### TRY IT
If a record holds a picture, drop the picture and return the rest of the record word for word.

### GIVEN RECORDS

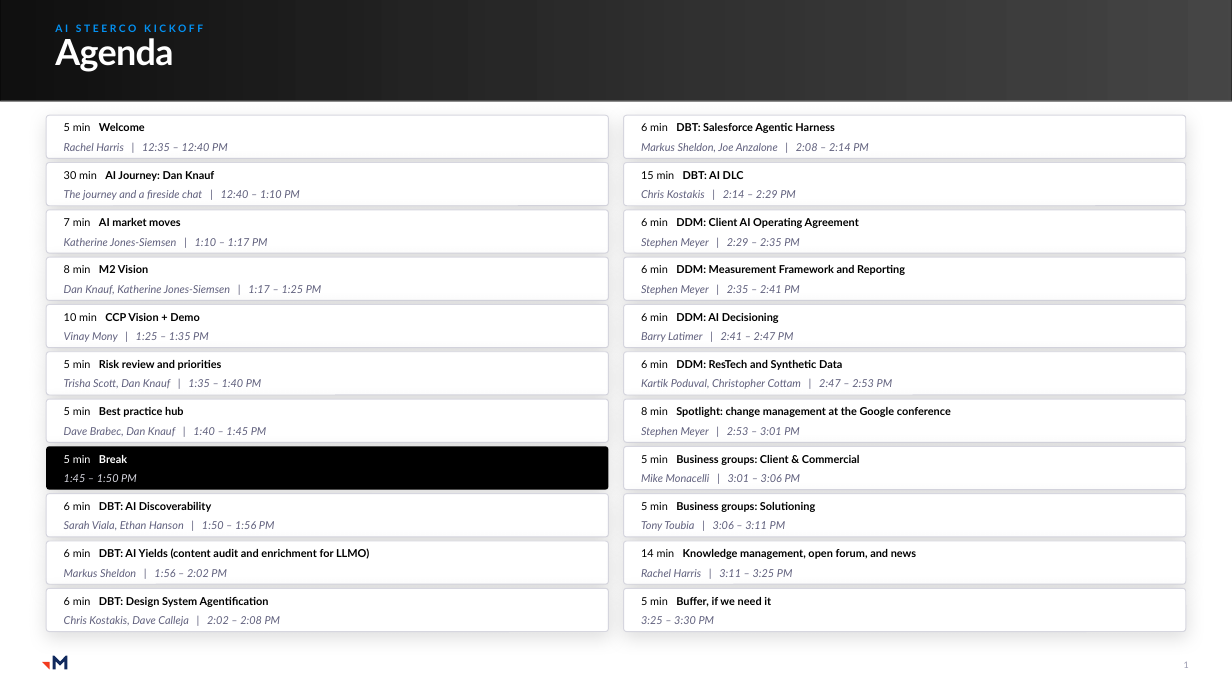
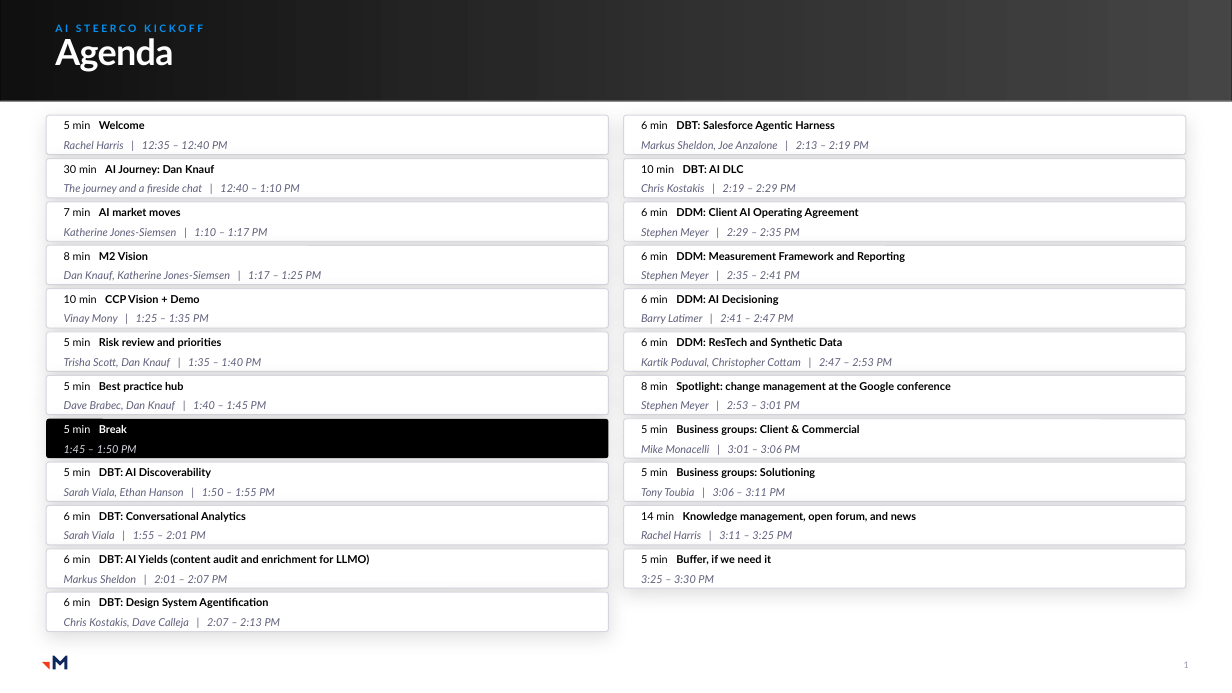
Before and after one commit to RachelHarrisMerkle/BasicMerkle, a slide deck: slide 1 of Kickoff_Agenda_slide.pptx. Drawn at 1232x693 pixels with LibreOffice and Linux fonts; fonts in the diff are those of the drawing; grey boxes stand for pictures. Boxes give left, top, right and bottom in pixels: in the first picture for what was removed or moved away, otherwise in the second. Text is boxed around its words. In the diff, an @@ line names an element or a change of style, - is before the commit and + after.

```diff
--- a/Kickoff_Agenda_slide.pptx
+++ b/Kickoff_Agenda_slide.pptx
@@ rounded rectangle "5 min Welcome": place and size @@
-rounded rectangle "5 min Welcome" at (46, 116, 608, 159)
+rounded rectangle "5 min Welcome" at (46, 116, 608, 155)
@@ rounded rectangle "6 min DBT: Salesforce Agentic ...": place and size @@
-rounded rectangle "6 min DBT: Salesforce Agentic ..." at (624, 116, 1186, 159)
+rounded rectangle "6 min DBT: Salesforce Agentic ..." at (624, 116, 1186, 155)
@@ text in rounded rectangle at (641, 141, 869, 150): text changed @@
-Markus Sheldon, Joe Anzalone | 2:08 – 2:14 PM
+Markus Sheldon, Joe Anzalone | 2:13 – 2:19 PM
@@ rounded rectangle "30 min AI Journey: Dan ...": place and size @@
-rounded rectangle "30 min AI Journey: Dan ..." at (46, 163, 608, 206)
+rounded rectangle "30 min AI Journey: Dan ..." at (46, 159, 608, 199)
@@ rounded rectangle "10 min DBT: AI DLC": place and size @@
-rounded rectangle "10 min DBT: AI DLC" at (624, 163, 1186, 206)
+rounded rectangle "10 min DBT: AI DLC" at (624, 159, 1186, 199)
@@ text in rounded rectangle at (641, 165, 796, 192): text changed @@
-15 min DBT: AI DLC
-Chris Kostakis | 2:14 – 2:29 PM
+10 min DBT: AI DLC
+Chris Kostakis | 2:19 – 2:29 PM
@@ 4 rounded rectangles: place and size @@
-4 rounded rectangles at (46, 210, 1186, 300)
+4 rounded rectangles at (46, 202, 1186, 285)
@@ rounded rectangle "10 min CCP Vision + ...": place and size @@
-rounded rectangle "10 min CCP Vision + ..." at (46, 304, 608, 348)
+rounded rectangle "10 min CCP Vision + ..." at (46, 288, 608, 328)
@@ rounded rectangle "6 min DDM: AI Decisioning": place and size @@
-rounded rectangle "6 min DDM: AI Decisioning" at (624, 304, 1186, 348)
+rounded rectangle "6 min DDM: AI Decisioning" at (624, 288, 1186, 328)
@@ rounded rectangle "5 min Risk review and ...": place and size @@
-rounded rectangle "5 min Risk review and ..." at (46, 352, 608, 396)
+rounded rectangle "5 min Risk review and ..." at (46, 332, 608, 372)
@@ rounded rectangle "6 min DDM: ResTech and ...": place and size @@
-rounded rectangle "6 min DDM: ResTech and ..." at (624, 352, 1186, 396)
+rounded rectangle "6 min DDM: ResTech and ..." at (624, 332, 1186, 372)
@@ rounded rectangle "5 min Best practice hub": place and size @@
-rounded rectangle "5 min Best practice hub" at (46, 399, 608, 443)
+rounded rectangle "5 min Best practice hub" at (46, 375, 608, 415)
@@ rounded rectangle "8 min Spotlight: change management ...": place and size @@
-rounded rectangle "8 min Spotlight: change management ..." at (624, 399, 1186, 443)
+rounded rectangle "8 min Spotlight: change management ..." at (624, 375, 1186, 415)
@@ rounded rectangle "5 min Break": place and size @@
-rounded rectangle "5 min Break" at (46, 446, 608, 490)
+rounded rectangle "5 min Break" at (46, 419, 608, 458)
@@ rounded rectangle "5 min Business groups: Client ...": place and size @@
-rounded rectangle "5 min Business groups: Client ..." at (624, 446, 1186, 490)
+rounded rectangle "5 min Business groups: Client ..." at (624, 419, 1186, 458)
@@ rounded rectangle "5 min DBT: AI Discoverability": place and size @@
-rounded rectangle "5 min DBT: AI Discoverability" at (46, 494, 608, 537)
+rounded rectangle "5 min DBT: AI Discoverability" at (46, 462, 608, 502)
@@ text in rounded rectangle at (64, 468, 275, 497): text changed @@
-6 min DBT: AI Discoverability
-Sarah Viala, Ethan Hanson | 1:50 – 1:56 PM
+5 min DBT: AI Discoverability
+Sarah Viala, Ethan Hanson | 1:50 – 1:55 PM
@@ rounded rectangle "5 min Business groups: Solutioning": place and size @@
-rounded rectangle "5 min Business groups: Solutioning" at (624, 494, 1186, 537)
+rounded rectangle "5 min Business groups: Solutioning" at (624, 462, 1186, 502)
@@ rounded rectangle added at (46, 506, 608, 545), fill #FFFFFF, outline #D6D6DF 0.75 pt, 8.5 pt, text #000000, bold @@
+6 min DBT: Conversational Analytics
+Sarah Viala | 1:55 – 2:01 PM
@@ rounded rectangle "14 min Knowledge management, open ...": place and size @@
-rounded rectangle "14 min Knowledge management, open ..." at (624, 541, 1186, 584)
+rounded rectangle "14 min Knowledge management, open ..." at (624, 506, 1186, 545)
@@ rounded rectangle "6 min DBT: AI Yields ...": place and size @@
-rounded rectangle "6 min DBT: AI Yields ..." at (46, 541, 608, 584)
+rounded rectangle "6 min DBT: AI Yields ..." at (46, 549, 608, 589)
@@ rounded rectangle "5 min Buffer, if we ...": place and size @@
-rounded rectangle "5 min Buffer, if we ..." at (624, 589, 1186, 632)
+rounded rectangle "5 min Buffer, if we ..." at (624, 549, 1186, 589)
@@ text in rounded rectangle at (64, 575, 228, 583): text changed @@
-Markus Sheldon | 1:56 – 2:02 PM
+Markus Sheldon | 2:01 – 2:07 PM
@@ text in rounded rectangle at (64, 618, 281, 628): text changed @@
-Chris Kostakis, Dave Calleja | 2:02 – 2:08 PM
+Chris Kostakis, Dave Calleja | 2:07 – 2:13 PM
```

### SOLUTION FOR THIS PROBLEM
Before and after one commit to RachelHarrisMerkle/BasicMerkle, a slide deck: slide 1 of Kickoff_Agenda_slide.pptx. Drawn at 1232x693 pixels with LibreOffice and Linux fonts; fonts in the diff are those of the drawing; grey boxes stand for pictures. Boxes give left, top, right and bottom in pixels: in the first picture for what was removed or moved away, otherwise in the second. Text is boxed around its words. In the diff, an @@ line names an element or a change of style, - is before the commit and + after.

```diff
--- a/Kickoff_Agenda_slide.pptx
+++ b/Kickoff_Agenda_slide.pptx
@@ rounded rectangle "5 min Welcome": place and size @@
-rounded rectangle "5 min Welcome" at (46, 116, 608, 159)
+rounded rectangle "5 min Welcome" at (46, 116, 608, 155)
@@ rounded rectangle "6 min DBT: Salesforce Agentic ...": place and size @@
-rounded rectangle "6 min DBT: Salesforce Agentic ..." at (624, 116, 1186, 159)
+rounded rectangle "6 min DBT: Salesforce Agentic ..." at (624, 116, 1186, 155)
@@ text in rounded rectangle at (641, 141, 869, 150): text changed @@
-Markus Sheldon, Joe Anzalone | 2:08 – 2:14 PM
+Markus Sheldon, Joe Anzalone | 2:13 – 2:19 PM
@@ rounded rectangle "30 min AI Journey: Dan ...": place and size @@
-rounded rectangle "30 min AI Journey: Dan ..." at (46, 163, 608, 206)
+rounded rectangle "30 min AI Journey: Dan ..." at (46, 159, 608, 199)
@@ rounded rectangle "10 min DBT: AI DLC": place and size @@
-rounded rectangle "10 min DBT: AI DLC" at (624, 163, 1186, 206)
+rounded rectangle "10 min DBT: AI DLC" at (624, 159, 1186, 199)
@@ text in rounded rectangle at (641, 165, 796, 192): text changed @@
-15 min DBT: AI DLC
-Chris Kostakis | 2:14 – 2:29 PM
+10 min DBT: AI DLC
+Chris Kostakis | 2:19 – 2:29 PM
@@ 4 rounded rectangles: place and size @@
-4 rounded rectangles at (46, 210, 1186, 300)
+4 rounded rectangles at (46, 202, 1186, 285)
@@ rounded rectangle "10 min CCP Vision + ...": place and size @@
-rounded rectangle "10 min CCP Vision + ..." at (46, 304, 608, 348)
+rounded rectangle "10 min CCP Vision + ..." at (46, 288, 608, 328)
@@ rounded rectangle "6 min DDM: AI Decisioning": place and size @@
-rounded rectangle "6 min DDM: AI Decisioning" at (624, 304, 1186, 348)
+rounded rectangle "6 min DDM: AI Decisioning" at (624, 288, 1186, 328)
@@ rounded rectangle "5 min Risk review and ...": place and size @@
-rounded rectangle "5 min Risk review and ..." at (46, 352, 608, 396)
+rounded rectangle "5 min Risk review and ..." at (46, 332, 608, 372)
@@ rounded rectangle "6 min DDM: ResTech and ...": place and size @@
-rounded rectangle "6 min DDM: ResTech and ..." at (624, 352, 1186, 396)
+rounded rectangle "6 min DDM: ResTech and ..." at (624, 332, 1186, 372)
@@ rounded rectangle "5 min Best practice hub": place and size @@
-rounded rectangle "5 min Best practice hub" at (46, 399, 608, 443)
+rounded rectangle "5 min Best practice hub" at (46, 375, 608, 415)
@@ rounded rectangle "8 min Spotlight: change management ...": place and size @@
-rounded rectangle "8 min Spotlight: change management ..." at (624, 399, 1186, 443)
+rounded rectangle "8 min Spotlight: change management ..." at (624, 375, 1186, 415)
@@ rounded rectangle "5 min Break": place and size @@
-rounded rectangle "5 min Break" at (46, 446, 608, 490)
+rounded rectangle "5 min Break" at (46, 419, 608, 458)
@@ rounded rectangle "5 min Business groups: Client ...": place and size @@
-rounded rectangle "5 min Business groups: Client ..." at (624, 446, 1186, 490)
+rounded rectangle "5 min Business groups: Client ..." at (624, 419, 1186, 458)
@@ rounded rectangle "5 min DBT: AI Discoverability": place and size @@
-rounded rectangle "5 min DBT: AI Discoverability" at (46, 494, 608, 537)
+rounded rectangle "5 min DBT: AI Discoverability" at (46, 462, 608, 502)
@@ text in rounded rectangle at (64, 468, 275, 497): text changed @@
-6 min DBT: AI Discoverability
-Sarah Viala, Ethan Hanson | 1:50 – 1:56 PM
+5 min DBT: AI Discoverability
+Sarah Viala, Ethan Hanson | 1:50 – 1:55 PM
@@ rounded rectangle "5 min Business groups: Solutioning": place and size @@
-rounded rectangle "5 min Business groups: Solutioning" at (624, 494, 1186, 537)
+rounded rectangle "5 min Business groups: Solutioning" at (624, 462, 1186, 502)
@@ rounded rectangle added at (46, 506, 608, 545), fill #FFFFFF, outline #D6D6DF 0.75 pt, 8.5 pt, text #000000, bold @@
+6 min DBT: Conversational Analytics
+Sarah Viala | 1:55 – 2:01 PM
@@ rounded rectangle "14 min Knowledge management, open ...": place and size @@
-rounded rectangle "14 min Knowledge management, open ..." at (624, 541, 1186, 584)
+rounded rectangle "14 min Knowledge management, open ..." at (624, 506, 1186, 545)
@@ rounded rectangle "6 min DBT: AI Yields ...": place and size @@
-rounded rectangle "6 min DBT: AI Yields ..." at (46, 541, 608, 584)
+rounded rectangle "6 min DBT: AI Yields ..." at (46, 549, 608, 589)
@@ rounded rectangle "5 min Buffer, if we ...": place and size @@
-rounded rectangle "5 min Buffer, if we ..." at (624, 589, 1186, 632)
+rounded rectangle "5 min Buffer, if we ..." at (624, 549, 1186, 589)
@@ text in rounded rectangle at (64, 575, 228, 583): text changed @@
-Markus Sheldon | 1:56 – 2:02 PM
+Markus Sheldon | 2:01 – 2:07 PM
@@ text in rounded rectangle at (64, 618, 281, 628): text changed @@
-Chris Kostakis, Dave Calleja | 2:02 – 2:08 PM
+Chris Kostakis, Dave Calleja | 2:07 – 2:13 PM
```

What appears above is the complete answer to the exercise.